Music and Alzheimer's: Breathing Life into Seniors One Note at a Time

By March 10, 2014Dementia

So you’re driving home in rush hour traffic, incessantly tapping your fingertips against the hot leather of the steering wheel. With all these cars packed on the interstate like sardines, you’ve only driven about 20 feet in the last hour. This is, to say the least, frustrating. You’re 60 seconds away from having a meltdown and then it happens; your favorite tune comes on the radio and you feel better almost instantaneously. Suddenly, you feel alive and ready to take on the world. That’s the power of music; a universal language that experts now say can help improve the lives of Alzheimer’s patients.

Music Speaks to the Soul

Without words or conversation, music can make you experience emotions that are often buried. It’s able to perfectly illustrate feelings in a way that would be impossible using any other type of expression. Music allows your mind to enjoy a sense of calm.
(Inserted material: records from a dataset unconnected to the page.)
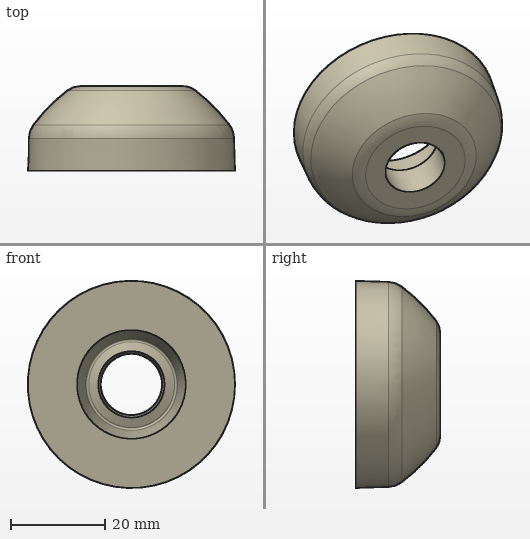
import cadquery as cq

base_radius = 22.0
height = 18.0

shoulder_radius = 21.75
shoulder_height = 8.45
crown_radius = 12.3
dome_arc_radius = 38.3
shoulder_fillet = 5.05
crown_fillet = 4.4

mouth_radius = 11.55
recess_radius = 9.7
recess_depth = 9.9

floor_radius = 9.1
floor_depth = 10.1

bore_start_radius = 7.05
bore_start_depth = 9.45
bore_end_radius = 6.45


def revolve_about_y(outline):
    """Close a radius/depth outline and turn it about the Y axis."""
    return outline.close().revolve(360, (0, 0, 0), (0, 1, 0))


def make_body():
    body = revolve_about_y(
        cq.Workplane("XY")
        .lineTo(base_radius, 0)
        .lineTo(shoulder_radius, shoulder_height)
        .radiusArc((crown_radius, height), -dome_arc_radius)
        .lineTo(0, height)
    )
    shoulder_edge = cq.selectors.RadiusNthSelector(1)
    body = body.edges(shoulder_edge).fillet(shoulder_fillet)
    return body.faces(">Y").edges().fillet(crown_fillet)


def make_opening():
    return revolve_about_y(
        cq.Workplane("XY")
        .lineTo(mouth_radius, 0)
        .lineTo(recess_radius, recess_depth)
        .tangentArcPoint((floor_radius, floor_depth), relative=False)
        .lineTo(bore_start_radius, bore_start_depth)
        .lineTo(bore_end_radius, height)
        .lineTo(0, height)
    )


result = make_body().cut(make_opening())

Certain songs can either represent your heartache or help to heal it. Music penetrates the soul. Taking a lead from those benefits, experts set out to see if music could help seniors with Alzheimer’s in some fashion. What they found was promising, to say the least.

Music is able to activate a part of the brain that actually remains active, despite the presence of dementia. Music seems to cut through the Alzheimer’s, calming seniors and improving their social skills. In fact, when seniors hear music that is familiar, such as big band, they are more likely to feel “at home.” Some experts have even alluded to the fact that music could potentially decrease a senior’s need to take mood altering medications to combat depression.

Making Memories

Brandon Ally, a neuroscientist from Boston University, and a group of peers wanted to take their music and Alzheimer’s research to new heights. They tested a group of 13 people previously diagnosed with early-stage Alzheimer’s and another healthy 14 adults of the same age. Each participant was shown the lyrics of 40 unique songs.

Seniors diagnosed with dementia could recognize 40 percent of the songs that were sung aloud, while they recognized 28 percent of the songs whose lyrics were spoken aloud without accompanying music. Researchers believe that seniors in the Alzheimer’s group were utilizing on parts of the brain not affected by early memory loss that may respond to music. In essence, they were making new memories with the help of music.